Zona merah, misalnya. Jika pekan lalu masih ada 16 kabupaten/kota yang masuk daftar daerah rawan, saat ini jumlahnya berkurang. Tinggal 11 daerah.
Sementara itu, lima kabupaten/kota yang sebelumnya berstatus zona merah, kini naik status menjadi zona oranye alias daerah dengan penambahan kasus rendah dan tingkat kesembuhan tinggi (selengkapnya lihat grafis).
Ketua Tim Gugus Tugas Percepatan Penanganan Covid-19 Rumpun Kuratif dr Joni Wahyuhadi menjelaskan, ada 15 kategori yang menjadi dasar klasifikasi. Di antaranya, jumlah pasien positif, jumlah angka kematian, dan jumlah pasien sembuh. ”Hasilnya, ada zona risiko tinggi, sedang, terdampak, dan tidak terdampak,” ujarnya.
Beberapa hari lalu, ada empat zona kuning di Jawa Timur. Yakni, Lumajang, Ngawi, Kota Blitar, dan Madiun. Kini ada daerah lain yang menjadi kuning. ”Yakni, Trenggalek,” katanya.
Selain itu, yang menggembirakan adalah rate of transmission (RoT) alias tingkat transmisi virus korona di Jatim. Lambat laun mengalami penurunan. Sebagian daerah sudah berada di bawah 1. Meskipun, di beberapa daerah lain (terutama zona merah), angkanya masih di atas 1.
Dokter Joni menyebutkan, perkembangan itu memberikan sinyal positif bahwa persebaran virus korona di Jatim makin menurun. ”Tapi, kondisi tersebut bisa berubah. Karena itu, masyarakat diminta tetap waspada,” katanya.
Sebab, hingga kini, ada 11 daerah yang berstatus zona merah. Artinya, daerah itu memiliki risiko tinggi. Apalagi, di beberapa wilayah, attack rate masih tinggi. Misalnya, wilayah Surabaya Raya masih mencapai 68,8. ”Angka tersebut masih tinggi,” tegasnya.
Potensi itu terutama bisa terjadi pada orang tanpa gejala (OTG). Mereka membawa virus. Tidak ada kelainan medis, tapi bisa menularkan ke orang lain. ”Potensi menambah kasus positif sangat tinggi,” ucapnya.

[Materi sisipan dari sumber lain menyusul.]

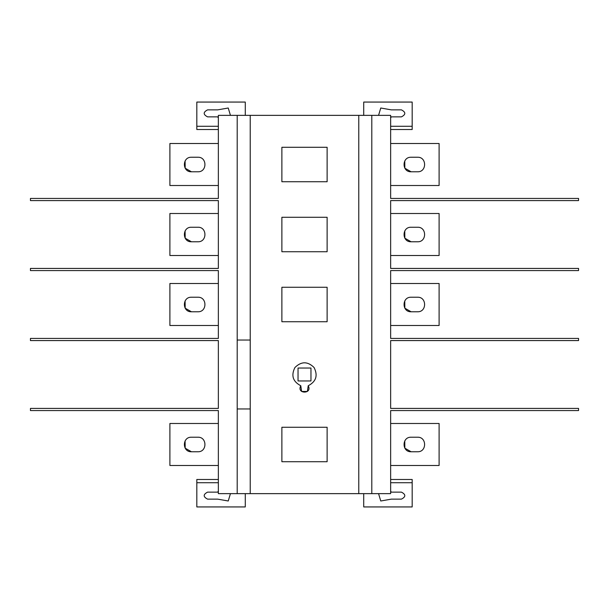<?xml version="1.0" encoding="UTF-8"?>
<svg xmlns="http://www.w3.org/2000/svg" width="609" height="609" viewBox="0 0 609 609"><rect width="100%" height="100%" fill="white"/><g stroke="black" fill="none" stroke-linecap="round" stroke-linejoin="round"><path stroke-width="0.91" d="M298.037 380.952L298.037 368.034L310.963 368.034L310.963 380.952L298.037 380.952M300.777 385.741C292.86 381.577 290.912 375.502 294.931 367.516C301.31 361.244 307.69 361.244 314.069 367.516C318.088 375.502 316.14 381.577 308.223 385.741C312.729 394.198 296.271 394.198 300.777 385.741C292.86 381.577 290.912 375.502 294.931 367.516C301.31 361.244 307.69 361.244 314.069 367.516C318.088 375.502 316.14 381.577 308.223 385.741L307.385 391.458L301.615 391.458L300.777 385.741C292.86 381.577 290.912 375.502 294.931 367.516C301.31 361.244 307.69 361.244 314.069 367.516C318.088 375.502 316.14 381.577 308.223 385.741L307.385 391.458L301.615 391.458L300.777 385.741M327.117 461.713L281.883 461.713L281.883 427.259L327.117 427.259L327.117 461.713L281.883 461.713L281.883 427.259L327.117 427.259L327.117 461.713L281.883 461.713L281.883 427.259L327.117 427.259L327.117 461.713M327.117 321.727L281.883 321.727L281.883 287.273L327.117 287.273L327.117 321.727L281.883 321.727L281.883 287.273L327.117 287.273L327.117 321.727L281.883 321.727L281.883 287.273L327.117 287.273L327.117 321.727M327.117 251.738L281.883 251.738L281.883 217.276L327.117 217.276L327.117 251.738L281.883 251.738L281.883 217.276L327.117 217.276L327.117 251.738L281.883 251.738L281.883 217.276L327.117 217.276L327.117 251.738M327.117 181.741L281.883 181.741L281.883 147.287L327.117 147.287L327.117 181.741L281.883 181.741L281.883 147.287L327.117 147.287L327.117 181.741L281.883 181.741L281.883 147.287L327.117 147.287L327.117 181.741M411.105 297.23L417.568 297.23C426.939 296.834 426.939 312.166 417.568 311.77L411.105 311.77C401.734 312.166 401.734 296.834 411.105 297.23M390.643 325.495L439.104 325.495L439.104 283.505L390.643 283.505M411.105 311.77L404.84 308.192L404.764 300.945M411.105 451.756C401.734 452.152 401.734 436.82 411.105 437.216L417.568 437.216C426.939 436.82 426.939 452.152 417.568 451.756L411.105 451.756L404.84 448.178L404.764 440.931M390.643 465.482L439.104 465.482L439.104 423.491L390.643 423.491M358.77 493.64L358.77 115.36L371.802 115.36L371.802 493.64L390.643 493.64L390.643 410.565L578.55 410.565L578.55 408.411L390.643 408.411L390.643 340.576L578.55 340.576L578.55 338.421L390.643 338.421L390.643 270.579L578.55 270.579L578.55 268.424L390.643 268.424L390.643 200.589L578.55 200.589L578.55 198.435L390.643 198.435L390.643 115.36L371.802 115.36L371.802 493.64L358.77 493.64L358.77 115.36L250.23 115.36L250.23 493.64L237.198 493.64L237.198 115.36L218.357 115.36L218.357 198.435L30.45 198.435L30.45 200.589L218.357 200.589L218.357 268.424L30.45 268.424L30.45 270.579L218.357 270.579L218.357 338.421L30.45 338.421L30.45 340.576L218.357 340.576L218.357 408.411L30.45 408.411L30.45 410.565L218.357 410.565L218.357 493.64L237.198 493.64L237.198 115.36L250.23 115.36L250.23 493.64L358.77 493.64L358.77 115.36L250.23 115.36L250.23 493.64L358.77 493.64L250.23 493.64M191.432 241.773C182.061 242.176 182.061 226.837 191.432 227.241L197.895 227.241C207.266 226.837 207.266 242.176 197.895 241.773L191.432 241.773L185.174 238.195L185.09 230.956M218.357 213.508L169.896 213.508L169.896 255.506L218.357 255.506M191.432 171.784C182.061 172.18 182.061 156.848 191.432 157.244L197.895 157.244C207.266 156.848 207.266 172.18 197.895 171.784L191.432 171.784L185.174 168.206L185.09 160.959M218.357 143.518L169.896 143.518L169.896 185.509L218.357 185.509M218.357 117.834L217.679 116.867L207.585 116.867C203.071 114.53 203.071 112.201 207.585 109.864L217.679 109.864L228.238 108.006L230.446 115.36M245.275 115.36L245.275 102.061L196.821 102.061L196.821 126.284L218.357 126.284M218.357 129.519L196.821 129.519L196.821 126.284M191.432 451.756C182.061 452.152 182.061 436.82 191.432 437.216L197.895 437.216C207.266 436.82 207.266 452.152 197.895 451.756L191.432 451.756L185.174 448.178L185.09 440.931M218.357 423.491L169.896 423.491L169.896 465.482L218.357 465.482M230.446 493.64L228.238 500.994L217.679 499.136L207.585 499.136C203.071 496.799 203.071 494.47 207.585 492.133L217.679 492.133L218.357 491.166M245.275 493.64L245.275 506.939L196.821 506.939L196.821 479.481L218.357 479.481M218.357 482.716L196.821 482.716M191.432 311.77C182.061 312.166 182.061 296.834 191.432 297.23L197.895 297.23C207.266 296.834 207.266 312.166 197.895 311.77L191.432 311.77L185.174 308.192L185.09 300.945M218.357 283.505L169.896 283.505L169.896 325.495L218.357 325.495M390.643 491.166L391.321 492.133L401.415 492.133C405.929 494.47 405.929 496.799 401.415 499.136L391.321 499.136L380.762 500.994L378.554 493.64M363.725 493.64L363.725 506.939L412.179 506.939L412.179 482.716L390.643 482.716M390.643 479.481L412.179 479.481L412.179 482.716M411.105 227.241L417.568 227.241C426.939 226.837 426.939 242.176 417.568 241.773L411.105 241.773C401.734 242.176 401.734 226.837 411.105 227.241M390.643 255.506L439.104 255.506L439.104 213.508L390.643 213.508M411.105 241.773L404.84 238.195L404.764 230.956M411.105 171.784C401.734 172.18 401.734 156.848 411.105 157.244L417.568 157.244C426.939 156.848 426.939 172.18 417.568 171.784L411.105 171.784L404.84 168.206L404.764 160.959M390.643 185.509L439.104 185.509L439.104 143.518L390.643 143.518M378.554 115.36L380.762 108.006L391.321 109.864L401.415 109.864C405.929 112.201 405.929 114.53 401.415 116.867L391.321 116.867L390.643 117.834M363.725 115.36L363.725 102.061L412.179 102.061L412.179 129.519L390.643 129.519M390.643 126.284L412.179 126.284M237.198 340.035L250.23 340.035M250.23 408.951L237.198 408.951M371.802 493.64L390.643 493.64L390.643 410.565L578.55 410.565L578.55 408.411L390.643 408.411L390.643 340.576L578.55 340.576L578.55 338.421L390.643 338.421L390.643 270.579L578.55 270.579L578.55 268.424L390.643 268.424L390.643 200.589L578.55 200.589L578.55 198.435L390.643 198.435L390.643 115.36L371.802 115.36L371.802 493.64L390.643 493.64L390.643 410.565L578.55 410.565L578.55 408.411L390.643 408.411L390.643 340.576L578.55 340.576L578.55 338.421L390.643 338.421L390.643 270.579L578.55 270.579L578.55 268.424L390.643 268.424L390.643 200.589L578.55 200.589L578.55 198.435L390.643 198.435L390.643 115.36L371.802 115.36M237.198 115.36L218.357 115.36L218.357 198.435L30.45 198.435L30.45 200.589L218.357 200.589L218.357 268.424L30.45 268.424L30.45 270.579L218.357 270.579L218.357 338.421L30.45 338.421L30.45 340.576L218.357 340.576L218.357 408.411L30.45 408.411L30.45 410.565L218.357 410.565L218.357 493.64L237.198 493.64L237.198 115.36L218.357 115.36L218.357 198.435L30.45 198.435L30.45 200.589L218.357 200.589L218.357 268.424L30.45 268.424L30.45 270.579L218.357 270.579L218.357 338.421L30.45 338.421L30.45 340.576L218.357 340.576L218.357 408.411L30.45 408.411L30.45 410.565L218.357 410.565L218.357 493.64L237.198 493.64M358.77 115.36L250.23 115.36"/></g></svg>

PERKEMBANGAN STATUS ZONA PERSEBARAN COVID-19 DI JATIM

Persebaya Surabaya Rayakan Kembalinya Bruno Moreira, Bonek Kompak Satu Suara
14 Kuliner Malam Bandung yang Paling Enak dan Selalu Ramai hingga Larut Malam dengan Suasana Seru dan Rasa Lezat
Bocoran Soal CAT Seleksi Manajer Koperasi Merah Putih 2026
7 Rekomendasi Kuliner Lontong Balap Paling Enak di Surabaya, Wajib Dicoba Sekali Seumur Hidup!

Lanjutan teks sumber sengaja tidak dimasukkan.